Why does replay say "not in archive"?

This is the number-one indexing bug, and it has two usual causes:

  1. Stale index — you added WARCs but did not re-index. Re-run the indexer.
  2. Canonicalisation mismatch — the requested URL canonicalises to a different SURT than the stored key (trailing slash, www, query-param order, scheme). Compare the SURT of both.
bash
# Check how a URL canonicalises before blaming the data
python -c "from surt import surt; print(surt('https://www.example.com/Page/?b=2&a=1'))"
# com,example)/page?a=1&b=2

If the SURTs differ, fix the canonicalisation rules rather than the WARCs.

A quick pre-flight checklist

  • [ ] All WARCs gzipped per-record (so offsets are valid).
  • [ ] CDX rebuilt after the last WARC was added.
  • [ ] SURT canonicalisation consistent between index and replay.
  • [ ] Replay confirmed on a known-good URL.
  • [ ] Full-text only attempted after CDX-based replay works.

Key Takeaways

  • Build the CDX index first; replay is impossible without it.
  • CDX indexes are small (a few percent of WARC size); full-text indexes are large.
  • Use cdxj-indexer/pywb for small collections, OutbackCDX for scale.
  • The SURT key groups captures by domain and powers prefix queries.
  • "Not in archive" usually means a stale index or canonicalisation mismatch.
  • Always re-index after adding WARCs and verify a known URL replays.
  • Add full-text search only when content search is a genuine requirement.

Frequently Asked Questions

What is a CDX index in web archiving?

A CDX index is a sorted, line-based listing of every capture in your WARC files, keyed by a canonicalised URL (SURT) plus timestamp, with byte offsets so a replay tool can jump straight to a record. It is the lookup table that makes URL-based replay and search fast.

URL indexing (CDX) lets you find captures by their address and time, which is what replay needs. Full-text search indexes the words inside the captured pages so users can search by content, and it requires a separate engine such as Solr or OpenSearch on top of the CDX.

Which tool should I use to build a CDX index?

Use cdxj-indexer or pywb's wb-manager for a file-based CDXJ index on small to medium collections, and OutbackCDX for a scalable, queryable index server on large or growing collections. pywb can read both.

How big does a CDX index get?

A CDX index is small relative to the WARCs — typically a few percent of the captured data, since each line is just a URL key, timestamp, metadata and an offset.

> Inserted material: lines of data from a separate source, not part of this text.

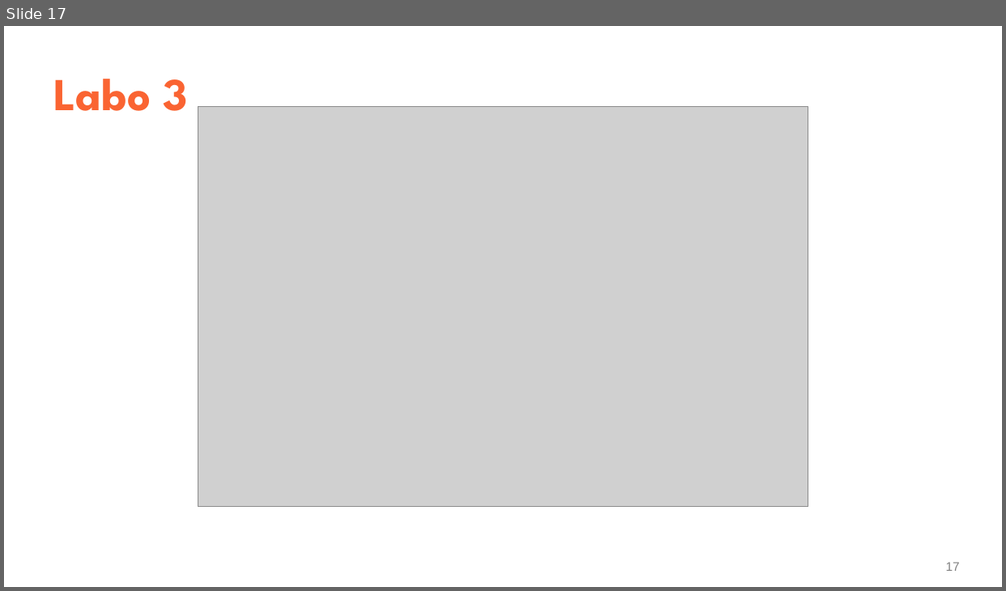
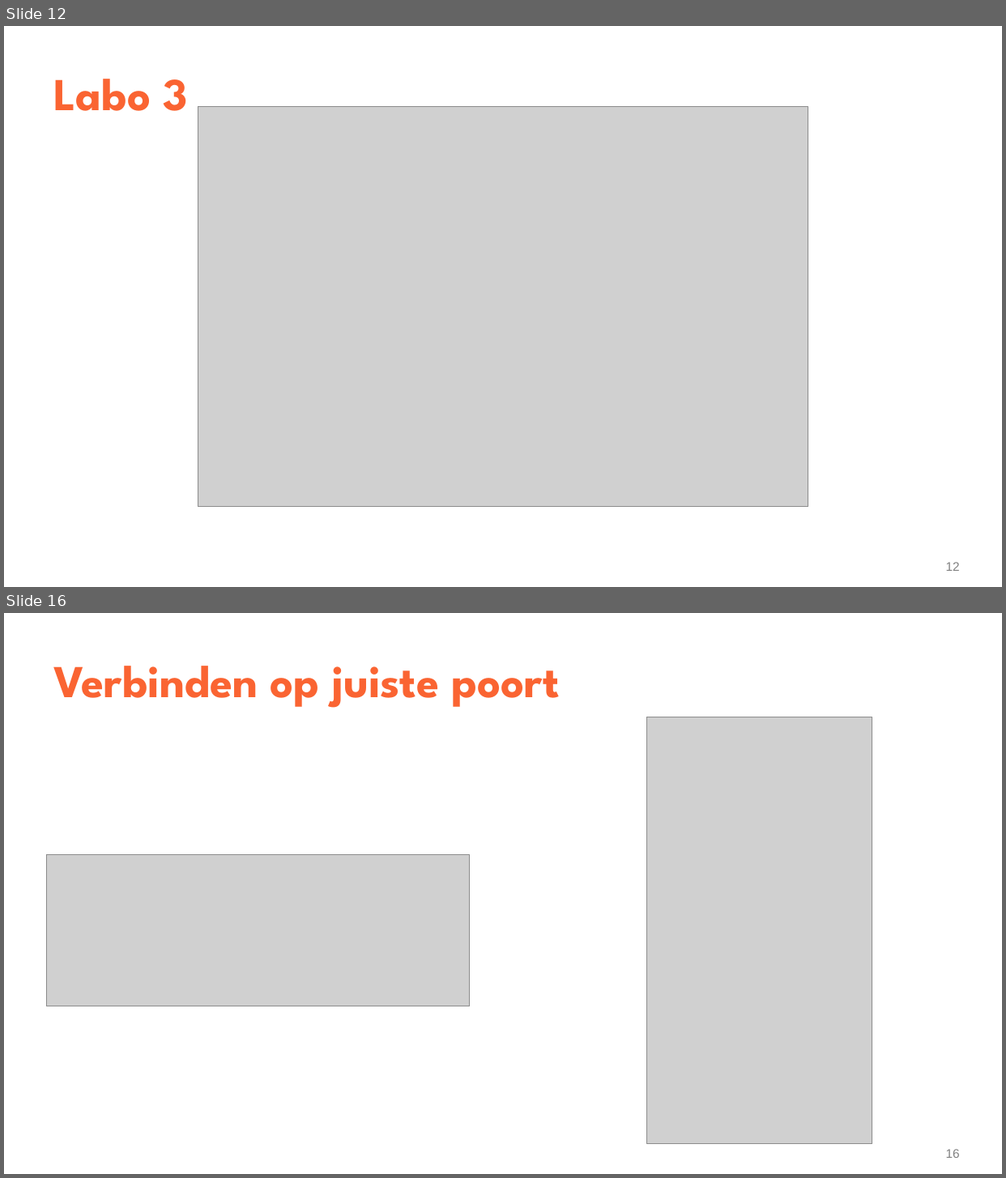
Before and after one commit to YenteLens/ylbachelorproef, a slide deck: Presentatie/eindpresentatie.pptx. Shown one above the other, each under a label of ours: slide 17 before the commit, slides 12 and 16 after it; the slides between them are not shown. The pictures are 1006x591 and 1006x1178 pixels, drawn with LibreOffice and Linux fonts; fonts in the diff are those of the drawing; grey boxes stand for pictures. Boxes give left, top, right and bottom in pixels: in the first picture for what was removed or moved away, otherwise in the second. Text is boxed around its words. In the diff, an @@ line names an element or a change of style, - is before the commit and + after.

```diff
--- a/Presentatie/eindpresentatie.pptx
+++ b/Presentatie/eindpresentatie.pptx
@@ slide 16 added at [4, 613, 1002, 1174], background #FFFFFF @@
@@ title added at [53, 666, 560, 708], 44 pt, text #FA6432, bold @@
+Verbinden op juiste poort
@@ picture added at [647, 717, 872, 1144] @@
@@ picture added at [46, 855, 470, 1007] @@
@@ page number added at [946, 1149, 960, 1158], 12 pt, text #808080 @@
+16
@@ what was slide 17 is now slide 12 @@
@@ page number at [946, 562, 960, 571]: text changed @@
-17
+12
```
Also in this commit, not shown: 4 slides changed, 7 other slides added, 5 slides removed.
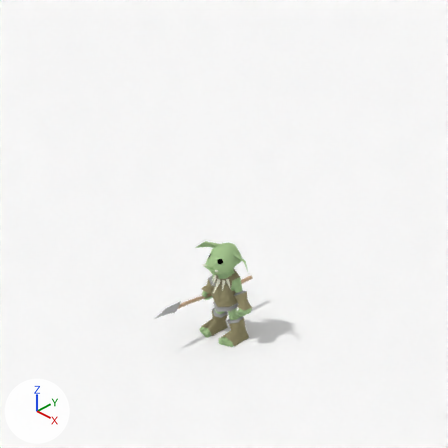
The Blender file art/characters/goblin/goblin.blend, before and after one commit.
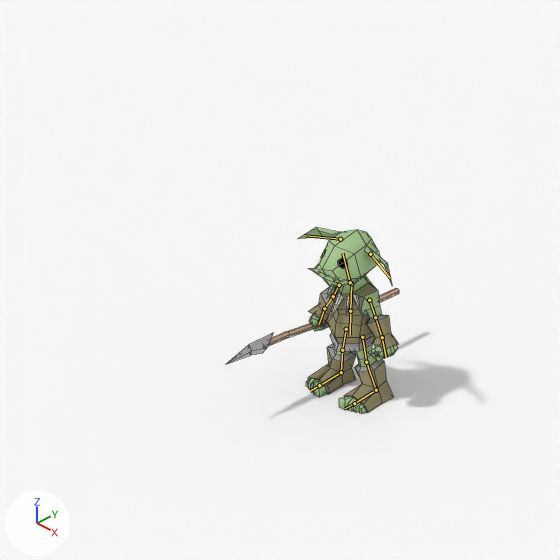
There are two pictures of each version: one from the file's camera 'Camera', one close up on the part from 6% to 77% of the width and 25% to 96% of the height. The axes (+X, +Y, +Z) are drawn at lower left. The lights are the same throughout. Both versions are drawn at the pose saved in each file; the numbers are the values there. The bones that bend it are drawn over the model as lines in the close-ups. The close-ups show mesh edges as thin lines.

Objects in the first close-up: 'Goblin', 'GoblinSpear', 'ShadowPlane'.
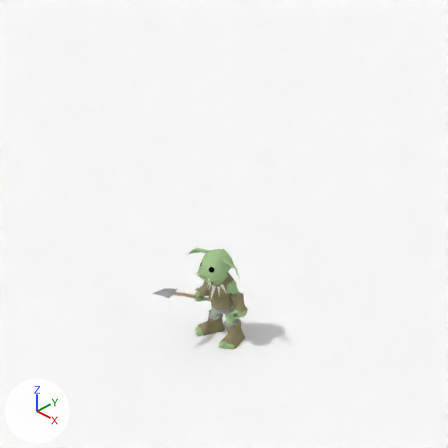
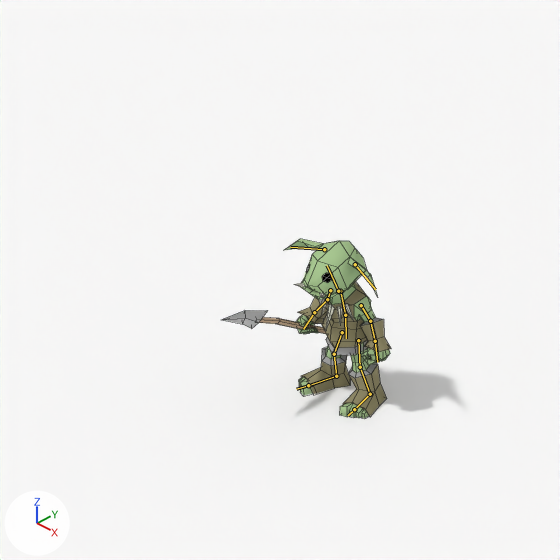
ob_renderplatform is not drawn itself; it is the parent of ob_goblin.

What differs and where, as boxes (x1, y1, x2, y2) in the close-ups (560 x 560 px):
'Goblin', posed: before (298, 227, 398, 414); after (285, 239, 391, 418)
'GoblinSpear', posed: before (227, 288, 399, 364); after (222, 310, 326, 334)
bone 'Back', root to tip: before (351, 283) to (350, 311); after (340, 291) to (345, 315)
bone 'Hip', root to tip: before (350, 311) to (350, 335); after (345, 315) to (346, 338)
bone 'Thigh.Right', root to tip: before (346, 329) to (342, 350); after (342, 332) to (334, 354)
bone 'Shin.Right', root to tip: before (342, 350) to (341, 372); after (334, 354) to (336, 376)
bone 'Thigh.Left', root to tip: before (362, 337) to (366, 362); after (358, 340) to (360, 367)
bone 'Shin.Left', root to tip: before (366, 362) to (376, 390); after (360, 367) to (370, 394)
bone 'Forearm.Right', root to tip: before (333, 296) to (324, 308); after (327, 299) to (314, 312)
bone 'Head', root to tip: before (350, 282) to (342, 253); after (338, 291) to (327, 265)
bone 'Forearm.Left', root to tip: before (375, 317) to (382, 337); after (370, 321) to (375, 341)

The change, as a diff of the scene's bpy script:
```diff
--- a/art/characters/goblin/goblin.blend.py
+++ b/art/characters/goblin/goblin.blend.py
@@ bone_back @@
 bone_back = bpy.data.objects['GobArm'].pose.bones['Back']
-bone_back.location = (0.0, 0.013, 0.001)
-bone_back.rotation_quaternion = (1.0, 0.0, 0.0, 0.0)  # degrees (0, 0, 0)
+bone_back.location = (0.0, 0.083, -0.301)
+bone_back.rotation_quaternion = (0.99, 0.141, 0.0, 0.0)  # degrees (16, 0, 0)
@@ bone_hip @@
 bone_hip = bpy.data.objects['GobArm'].pose.bones['Hip']  # child of 'Back'
-bone_hip.rotation_quaternion = (1.0, 0.0, 0.0, 0.0)  # degrees (0, 0, 0)
+bone_hip.rotation_quaternion = (0.993, -0.122, 0.0, 0.0)  # degrees (-14, 0, 0)
@@ bone_thigh_right @@
 bone_thigh_right = bpy.data.objects['GobArm'].pose.bones['Thigh.Right']  # child of 'Hip'
-bone_thigh_right.rotation_quaternion = (0.999, 0.013, 0.001, -0.042)  # degrees (1, 0, -5)
+bone_thigh_right.rotation_quaternion = (0.972, 0.129, 0.193, -0.022)  # degrees (15, 22, 0)
@@ bone_shin_right @@
 bone_shin_right = bpy.data.objects['GobArm'].pose.bones['Shin.Right']  # child of 'Thigh.Right'
-bone_shin_right.rotation_quaternion = (1.0, 0.0, 0.0, 0.0)  # degrees (0, 0, 0)
+bone_shin_right.rotation_quaternion = (0.99, 0.011, -0.034, -0.134)  # degrees (2, -4, -15)
@@ bone_thigh_left @@
 bone_thigh_left = bpy.data.objects['GobArm'].pose.bones['Thigh.Left']  # child of 'Hip'
-bone_thigh_left.rotation_quaternion = (0.999, 0.013, -0.001, 0.042)  # degrees (1, 0, 5)
+bone_thigh_left.rotation_quaternion = (0.982, 0.118, -0.148, 0.019)  # degrees (14, -17, 0)
@@ bone_shin_left @@
 bone_shin_left = bpy.data.objects['GobArm'].pose.bones['Shin.Left']  # child of 'Thigh.Left'
-bone_shin_left.rotation_quaternion = (1.0, 0.0, 0.0, 0.0)  # degrees (0, 0, 0)
+bone_shin_left.rotation_quaternion = (0.994, 0.009, 0.026, 0.103)  # degrees (1, 3, 12)
@@ bone_forearm_right @@
 bone_forearm_right = bpy.data.objects['GobArm'].pose.bones['Forearm.Right']  # child of 'Upperarm.Right'
-bone_forearm_right.rotation_quaternion = (1.0, 0.0, 0.0, 0.0)  # degrees (0, 0, 0)
+bone_forearm_right.rotation_quaternion = (0.944, 0.28, 0.169, -0.032)  # degrees (33, 20, 2)
@@ bone_head @@
 bone_head = bpy.data.objects['GobArm'].pose.bones['Head']  # child of 'Back'
-bone_head.rotation_quaternion = (1.0, 0.0, 0.0, 0.0)  # degrees (0, 0, 0)
+bone_head.rotation_quaternion = (0.998, -0.061, 0.0, 0.0)  # degrees (-7, 0, 0)
@@ bone_forearm_left @@
 bone_forearm_left = bpy.data.objects['GobArm'].pose.bones['Forearm.Left']  # child of 'Upperarm.Left'
-bone_forearm_left.rotation_quaternion = (1.0, 0.0, 0.0, 0.0)  # degrees (0, 0, 0)
+bone_forearm_left.rotation_quaternion = (0.979, 0.172, -0.104, 0.02)  # degrees (20, -12, 0)
```

Full-text indexes are much larger because they store tokenised page content.

What is a SURT and why does it matter?

SURT (Sort-friendly URI Reordering Transform) rewrites a URL so the host is reversed, e.g. example.com becomes com,example. This makes captures from the same domain sort together, which is essential for prefix queries and efficient lookups in the index.

Why does my replay say 'not in archive' when the page is captured?

Almost always an indexing or canonicalisation mismatch: the index was not rebuilt after adding WARCs, or the requested URL canonicalises differently from the indexed key. Re-run the indexer and check the SURT form of both URLs.